I stood there as the kelp washed ashore, transported back through time in my mind and imagination, witnessing a process that has been going on for millions of years!
57

Somewhere around 385 million years ago lobe fined fish, of which the celebrated coelacanth is a distant cousin, migrated into wetlands and marshy inlets, and another frontier was breached.

Not shaped for long, deep-ocean swims like sharks and tuna, lobe-fins were better suited for sudden bursts through sludgy water. One of the risks of life on the coasts was the sudden drop in the oxygen caused by blooms of bacteria feasting on organic matter in shallow water, and sucking up the gas for themselves. But with lungs the lobe-fins could get their oxygen elsewhere. The fossil record suggests that lobe-fins thrived in these places. Evolving into enormous forms, they feasted on the galaxies of small fishes that in turn fed on the invertebrates that lived in the muck. Their limblike fins even let them move along the bottom of the lagoons, and in shallow water they might have pushed up with their front fins to breathe
.
58

Perhaps, some amphibious creatures may even have started to colonize the land through their fertilized eggs. Washed into estuaries and lagoons they lay in shallow water until they hatched.

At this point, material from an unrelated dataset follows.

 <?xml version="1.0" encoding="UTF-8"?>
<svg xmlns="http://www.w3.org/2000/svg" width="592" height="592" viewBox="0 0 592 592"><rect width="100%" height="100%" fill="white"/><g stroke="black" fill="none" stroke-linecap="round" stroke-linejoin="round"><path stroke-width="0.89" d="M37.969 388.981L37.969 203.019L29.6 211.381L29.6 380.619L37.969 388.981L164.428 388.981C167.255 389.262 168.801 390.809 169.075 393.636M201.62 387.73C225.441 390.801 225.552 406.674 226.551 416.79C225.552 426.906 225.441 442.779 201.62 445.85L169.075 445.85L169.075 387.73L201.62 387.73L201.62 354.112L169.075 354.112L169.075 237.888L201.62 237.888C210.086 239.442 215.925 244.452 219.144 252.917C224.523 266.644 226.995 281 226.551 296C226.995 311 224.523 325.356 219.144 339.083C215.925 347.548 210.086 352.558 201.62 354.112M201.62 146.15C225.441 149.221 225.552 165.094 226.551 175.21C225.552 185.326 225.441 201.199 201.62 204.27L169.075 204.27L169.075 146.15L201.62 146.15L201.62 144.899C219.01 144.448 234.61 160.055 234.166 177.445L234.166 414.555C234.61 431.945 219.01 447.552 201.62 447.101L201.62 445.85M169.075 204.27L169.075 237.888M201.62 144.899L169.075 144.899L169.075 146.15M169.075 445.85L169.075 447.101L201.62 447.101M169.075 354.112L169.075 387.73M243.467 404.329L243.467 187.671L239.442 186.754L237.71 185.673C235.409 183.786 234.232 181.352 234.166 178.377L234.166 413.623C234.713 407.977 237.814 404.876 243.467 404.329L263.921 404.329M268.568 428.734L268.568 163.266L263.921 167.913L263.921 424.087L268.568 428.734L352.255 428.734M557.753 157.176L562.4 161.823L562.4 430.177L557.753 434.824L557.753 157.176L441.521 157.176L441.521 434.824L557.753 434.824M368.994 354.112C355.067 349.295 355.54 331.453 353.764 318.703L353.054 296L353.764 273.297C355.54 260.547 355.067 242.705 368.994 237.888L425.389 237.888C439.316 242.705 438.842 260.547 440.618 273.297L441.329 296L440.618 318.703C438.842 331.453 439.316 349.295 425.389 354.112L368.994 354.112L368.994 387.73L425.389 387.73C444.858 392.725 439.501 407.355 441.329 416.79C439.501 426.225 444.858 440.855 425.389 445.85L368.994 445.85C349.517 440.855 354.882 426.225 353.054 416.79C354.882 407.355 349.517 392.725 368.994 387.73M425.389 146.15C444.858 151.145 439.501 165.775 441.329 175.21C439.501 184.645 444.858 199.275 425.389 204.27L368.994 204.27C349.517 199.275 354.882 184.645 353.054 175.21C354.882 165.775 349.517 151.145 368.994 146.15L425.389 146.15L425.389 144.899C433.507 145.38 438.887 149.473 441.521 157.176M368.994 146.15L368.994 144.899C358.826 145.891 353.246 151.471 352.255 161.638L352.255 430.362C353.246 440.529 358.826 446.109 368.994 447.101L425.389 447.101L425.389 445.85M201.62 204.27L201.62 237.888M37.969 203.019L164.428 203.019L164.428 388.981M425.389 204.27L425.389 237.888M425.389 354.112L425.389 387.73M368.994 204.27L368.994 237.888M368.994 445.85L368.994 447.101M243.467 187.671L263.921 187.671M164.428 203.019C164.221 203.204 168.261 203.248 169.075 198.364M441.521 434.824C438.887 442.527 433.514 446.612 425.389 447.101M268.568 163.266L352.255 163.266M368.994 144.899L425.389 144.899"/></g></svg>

Yet the migration was not simply from sea to shore but also from shore to sea!

Mammals that breathed oxygen yet live in the ocean, present us with an anomaly. What are oxygen breathing creatures doing in a world where the inhabitants were designed to filter out
oxygen in the water?
Palaeontologists and their evolution-investigating cohorts came to believe that whales must have evolved from land creatures, where breathing air is a natural part of being alive. They initially suspected that their investigations would lead them to some kind of primitive elephant. Then along came Hans Thewissen, a paleobiologist and he changed all that speculation when he unearthed the bones of a creature he dubbed
ambulocetus
(“walking whale”). Ambulocetus, a land mammal, had definitive ear bone structures
found only
in cetaceans, primarily in dolphins and whales.